[ 
https://issues.apache.org/jira/browse/ZOOKEEPER-2436?page=com.atlassian.jira.plugin.system.issuetabpanels:all-tabpanel
 ]

Ed Rowe updated ZOOKEEPER-2436:
-------------------------------
    Description: 
Consider this scenario:
# Ensemble of nodes A, B, C, D, E with A as the leader
# Nodes A, B get partitioned from C, D, E
# Leader A receives a write _before it detects_ that it has lost its quorum so 
it logs the write
# Nodes C, D, E elect node C as the leader
# Partition resolves, and nodes A, B rejoin the C, D, E ensemble with C 
continuing to lead

Depending on whether any updates have occurred in the C, D, E ensemble between 
steps 4 and 5, the re-joining nodes A,B will either receive a TRUNC or a SNAP. 

*The problems:*
# If updates have occurred in the C,D,E ensemble, SNAP is sent to the 
re-joining nodes. This occurs because the code in 
LearnerHandler.queueCommittedProposals() notices that truncation would cross 
epochs and bails out, leading to a SNAP being sent. A comment in the code says 
"We cannot send TRUNC that cross epoch boundary. The learner will crash if it 
is asked to do so. We will send snapshot this those cases." 
LearnerHandler.syncFollower() then logs an ERROR saying "Unhandled scenario for 
peer sid: # fall back to use snapshot" and a comment with this code says "This 
should never happen, but we should fall back to sending snapshot just in case." 
Presumably since queueCommittedProposals() is intentionally triggering the 
snapshot logic, this is not an "unhandled scenario" that warrants logging an 
ERROR nor is it a case that "should never happen". This inconsistency should be 
cleaned up. It might also be the case that a TRUNC would work fine in this 
scenario - see #2 below. 
# If no updates have occurred in the C,D,E ensemble, when nodes A,B rejoin 
LearnerHandler.syncFollower() goes into the "Newer than commitedLog, send trunc 
and done" clause and sends them a TRUNC. This seems to work fine. However, this 
would also seem to be a cross-epoch TRUNC, which per the comment discussed 
above in #1, is expected to cause a crash in the learner. I haven't found 
anything special about a TRUNC that crosses epochs that would cause a crash in 
the learner, and I believe that at the time of the TRUNC (or SNAP), the learner 
is in the same state in both scenarios. It is certainly the case (pending 
resolution of ZOOKEEPER-1549) that TRUNC is not able to remove data that has 
been snapshotted, so perhaps detecting “cross-epoch” is a shortcut for trying 
to detect that scenario?
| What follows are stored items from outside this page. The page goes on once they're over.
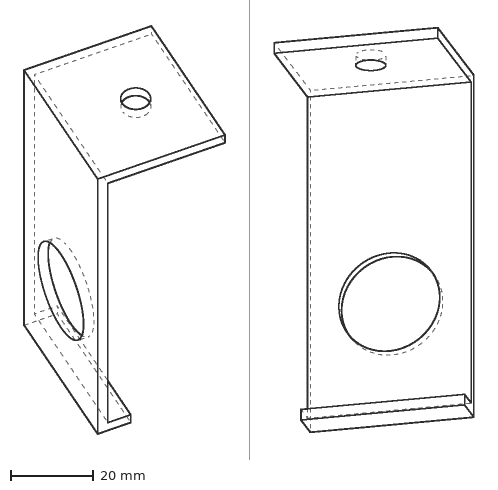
import cadquery as cq

width = 41.2
depth = 34.5
height = 88.9
thickness = 2.75

lip_depth = 9.0

window_diameter = 25.4
window_height = 30.9

mount_diameter = 7.3
mount_setback = 20.3

profile = [
    (0, 0),
    (lip_depth, 0),
    (lip_depth, thickness),
    (thickness, thickness),
    (thickness, height - thickness),
    (depth, height - thickness),
    (depth, height),
    (0, height),
]
bracket = cq.Workplane("YZ").polyline(profile).close().extrude(width / 2, both=True)

window = (
    cq.Workplane("XZ")
    .center(0, window_height)
    .circle(window_diameter / 2)
    .extrude(-thickness)
)

mount_hole = (
    cq.Workplane("XY", origin=(0, mount_setback, height - thickness))
    .circle(mount_diameter / 2)
    .extrude(thickness)
)

result = bracket.cut(window).cut(mount_hole)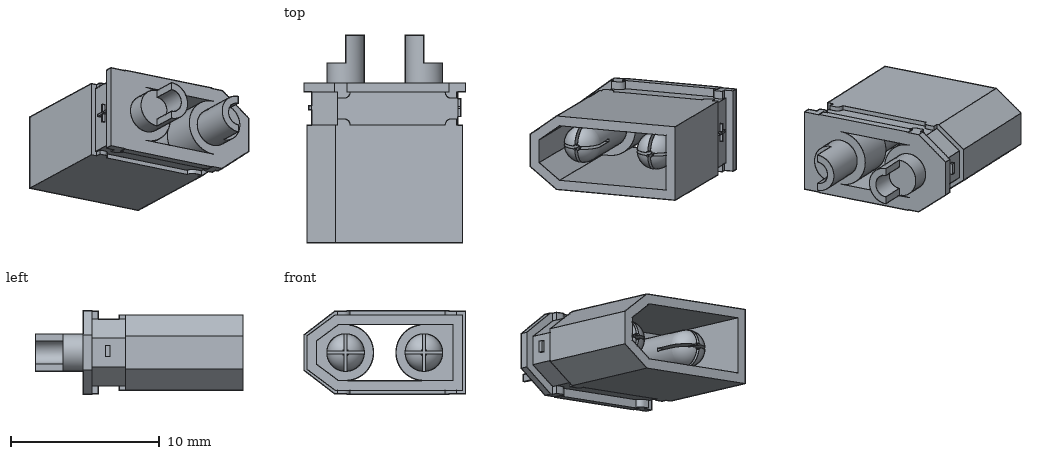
import cadquery as cq
import math

WIRE_END_Y = 6.98
CUP_STEP_Y = 5.12
FLANGE_BACK_Y = 3.77
FLANGE_FRONT_Y = 3.17
SHELL_BACK_Y = 0.94
MATING_END_Y = -6.98
PIN_TIP_Y = -5.15

FLANGE_LENGTH = 10.87
LIP_HEIGHT = 5.63

FLANGE_OUTLINE = (FLANGE_LENGTH / 2, 2.78, 1.19, -3.36)
NECK_OUTLINE = (4.91, 2.25, 0.96, -3.18)
SHELL_OUTLINE = (5.24, 2.54, 1.12, -3.32)
NECK_HALF_LENGTH = NECK_OUTLINE[0]
FLANGE_HALF_HEIGHT = FLANGE_OUTLINE[1]
SHELL_HALF_HEIGHT = SHELL_OUTLINE[1]

WALL = 0.65
CAVITY_HALF_HEIGHT = SHELL_HALF_HEIGHT - WALL

LIP_START_X = -2.54
LIP_END_X = 4.31
LIP_HALF_HEIGHT = LIP_HEIGHT / 2

TAB_START_X = -3.18
TAB_END_X = 4.82
TAB_LENGTH = 0.42
TAB_CORNER_RADIUS = 0.4
TAB_LEFT_WIDTH = 0.85
TAB_RIGHT_WIDTH = 0.75

PIN_PITCH = 5.26
PIN_X = PIN_PITCH / 2
PIN_DIAMETER = 2.53
PIN_RADIUS = PIN_DIAMETER / 2
CUP_DIAMETER = 1.54
SLOT_WIDTH = 0.2
SLOT_DEPTH = 2.79
TIP_HOLE_DIAMETER = 0.45
TIP_HOLE_DEPTH = 0.28

MARK_HEIGHT = 0.2
MARK_Y = 2.11
MARK_Z = 0.11
MINUS_WIDTH = 0.3
MINUS_LENGTH = 0.75
PLUS_WIDTH = 0.14
PLUS_LENGTH = 1.21


def centred_box(centre, size):
    """Box of the given size about its centre."""
    return cq.Workplane("XY").box(*size).translate(centre)


def box(x_range, y_range, z_range):
    """Box between the given limits."""
    ranges = (x_range, y_range, z_range)
    centre = tuple((start + end) / 2 for start, end in ranges)
    size = [abs(end - start) for start, end in ranges]
    return centred_box(centre, size)


def rod(x, diameter, back_y, front_y):
    """Round bar along Y."""
    return cq.Workplane("XZ", origin=(x, back_y, 0)).circle(diameter / 2).extrude(back_y - front_y)


def nosed_prism(outline, back_y, front_y, inset=0.0):
    """Prism along Y with a square +X end and a tapered -X nose."""
    half_length, half_height, nose_half_height, shoulder_x = outline
    profile = cq.Workplane("XZ", origin=(0, back_y, 0)).polyline([
        (-half_length, nose_half_height),
        (shoulder_x, half_height),
        (half_length, half_height),
        (half_length, -half_height),
        (shoulder_x, -half_height),
        (-half_length, -nose_half_height),
    ]).close()
    if inset:
        profile = profile.offset2D(-inset, "intersection")
    return profile.extrude(back_y - front_y)


def tab(outer_x, inner_x, root_y, end_y, half_height):
    """Tabs on both flat sides, with the inner free corner rounded."""
    block = box((outer_x, inner_x), (root_y, end_y), (-half_height, half_height))
    x_side = ">X" if inner_x > outer_x else "<X"
    y_side = ">Y" if end_y > root_y else "<Y"
    return block.edges("|Z").edges(x_side).edges(y_side).fillet(TAB_CORNER_RADIUS)


def housing():
    """Flange, neck and shell with their lips and tabs, still solid inside."""
    body = nosed_prism(FLANGE_OUTLINE, FLANGE_BACK_Y, FLANGE_FRONT_Y)
    body = body.union(nosed_prism(NECK_OUTLINE, FLANGE_BACK_Y, MATING_END_Y))
    body = body.union(nosed_prism(SHELL_OUTLINE, SHELL_BACK_Y, MATING_END_Y))
    body = body.union(box(
        (LIP_START_X, LIP_END_X),
        (FLANGE_BACK_Y, FLANGE_FRONT_Y),
        (-LIP_HALF_HEIGHT, LIP_HALF_HEIGHT),
    ))
    corners = (
        (TAB_START_X, TAB_START_X + TAB_LEFT_WIDTH),
        (TAB_END_X, TAB_END_X - TAB_RIGHT_WIDTH),
    )
    for outer_x, inner_x in corners:
        body = body.union(tab(
            outer_x, inner_x, FLANGE_FRONT_Y, FLANGE_FRONT_Y - TAB_LENGTH, FLANGE_HALF_HEIGHT))
        body = body.union(tab(
            outer_x, inner_x, SHELL_BACK_Y, SHELL_BACK_Y + TAB_LENGTH, SHELL_HALF_HEIGHT))
    return body


def cavity():
    """Mating socket, plus the window left open between the two pin seats."""
    socket = nosed_prism(SHELL_OUTLINE, SHELL_BACK_Y, MATING_END_Y, WALL)
    window = box(
        (-PIN_X, PIN_X),
        (FLANGE_BACK_Y, SHELL_BACK_Y),
        (-CAVITY_HALF_HEIGHT, CAVITY_HALF_HEIGHT),
    )
    for pin_x in (-PIN_X, PIN_X):
        window = window.cut(rod(pin_x, 2 * CAVITY_HALF_HEIGHT, FLANGE_BACK_Y, SHELL_BACK_Y))
    return socket.union(window)


def pin(x, open_side):
    """Pin with a half-open wire cup facing open_side (-1 or 1 along X)."""
    dome_base_y = PIN_TIP_Y + PIN_RADIUS
    arc_step = PIN_RADIUS * math.sin(math.pi / 4)
    body = (
        cq.Workplane("XY")
        .moveTo(0, WIRE_END_Y)
        .lineTo(PIN_RADIUS, WIRE_END_Y)
        .lineTo(PIN_RADIUS, dome_base_y)
        .threePointArc((arc_step, dome_base_y - arc_step), (0, PIN_TIP_Y))
        .close()
        .revolve(360, (0, 0), (0, 1))
        .translate((x, 0, 0))
    )
    body = body.cut(rod(x, CUP_DIAMETER, WIRE_END_Y, CUP_STEP_Y))
    body = body.cut(box(
        (x, x + open_side * PIN_DIAMETER), (WIRE_END_Y, CUP_STEP_Y), (-PIN_DIAMETER, PIN_DIAMETER)))
    body = body.cut(rod(x, TIP_HOLE_DIAMETER, PIN_TIP_Y + TIP_HOLE_DEPTH, PIN_TIP_Y))
    slot_centre = (x, PIN_TIP_Y + SLOT_DEPTH / 2, 0)
    body = body.cut(centred_box(slot_centre, (PIN_DIAMETER, SLOT_DEPTH, SLOT_WIDTH)))
    return body.cut(centred_box(slot_centre, (SLOT_WIDTH, SLOT_DEPTH, PIN_DIAMETER)))


def polarity_marks():
    """Minus on the nose end and plus on the square end, sunk into the neck to fuse with it."""
    depth = 2 * MARK_HEIGHT
    minus_centre = (-NECK_HALF_LENGTH, MARK_Y, MARK_Z)
    plus_centre = (NECK_HALF_LENGTH, MARK_Y, MARK_Z)
    minus = centred_box(minus_centre, (depth, MINUS_WIDTH, MINUS_LENGTH))
    plus = centred_box(plus_centre, (depth, PLUS_WIDTH, PLUS_LENGTH))
    plus = plus.union(centred_box(plus_centre, (depth, PLUS_LENGTH, PLUS_WIDTH)))
    return minus.union(plus)


result = housing().cut(cavity())
result = result.union(pin(-PIN_X, -1)).union(pin(PIN_X, 1))
result = result.union(polarity_marks())

If the resolution of ZOOKEEPER-1549 does not allow 
TRUNC through a snapshot (or alternately does not allow a benign TRUNC through 
a snapshot that may not contain uncommitted data), then this case should 
probably also be a SNAP. If TRUNC is allowed in this case, then perhaps it 
should also be allowed for case #1, which would be more performant.
   
*While I certainly could have missed something, it would seem that either both 
cases should be SNAP or both should be a TRUNC given that the learner is in the 
same state in both cases*.


  was:
Consider this scenario:
Ensemble of nodes A, B, C, D, E with A as the leader
Nodes A, B get partitioned from C, D, E
Leader A receives a write _before it detects_ that it has lost its quorum so it 
logs the write
Nodes C, D, E elect node C as the leader
Partition resolves, and nodes A, B rejoin the C, D, E ensemble with C 
continuing to lead

Depending on whether any updates have occurred in the C, D, E ensemble between 
steps 4 and 5, the re-joining nodes A,B will either receive a TRUNC or a SNAP. 

The problems:
# If updates have occurred in the C,D,E ensemble, SNAP is sent to the 
re-joining nodes. This occurs because the code in 
LearnerHandler.queueCommittedProposals() notices that truncation would cross 
epochs and bails out, leading to a SNAP being sent. A comment in the code says 
"We cannot send TRUNC that cross epoch boundary. The learner will crash if it 
is asked to do so. We will send snapshot this those cases." 
LearnerHandler.syncFollower() then logs an ERROR saying "Unhandled scenario for 
peer sid: # fall back to use snapshot" and a comment with this code says "This 
should never happen, but we should fall back to sending snapshot just in case." 
Presumably since queueCommittedProposals() is intentionally triggering the 
snapshot logic, this is not an "unhandled scenario" that warrants logging an 
ERROR nor is it a case that "should never happen". This inconsistency should be 
cleaned up. It might also be the case that a TRUNC would work fine in this 
scenario - see #2 below. 
# If no updates have occurred in the C,D,E ensemble, when nodes A,B rejoin 
LearnerHandler.syncFollower() goes into the "Newer than commitedLog, send trunc 
and done" clause and sends them a TRUNC. This seems to work fine. However, this 
would also seem to be a cross-epoch TRUNC, which per the comment discussed 
above in #1, is expected to cause a crash in the learner. I haven't found 
anything special about a TRUNC that crosses epochs that would cause a crash in 
the learner, and I believe that at the time of the TRUNC (or SNAP), the learner 
is in the same state in both scenarios. It is certainly the case (pending 
resolution of ZOOKEEPER-1549) that TRUNC is not able to remove data that has 
been snapshotted, so perhaps detecting “cross-epoch” is a shortcut for trying 
to detect that scenario? If the resolution of ZOOKEEPER-1549 does not allow 
TRUNC through a snapshot (or alternately does not allow a benign TRUNC through 
a snapshot that may not contain uncommitted data), then this case should 
probably also be a SNAP. If TRUNC is allowed in this case, then perhaps it 
should also be allowed for case #1, which would be more performant.
   
While I certainly could have missed something, it would seem that either both 
cases should be SNAP or both should be a TRUNC.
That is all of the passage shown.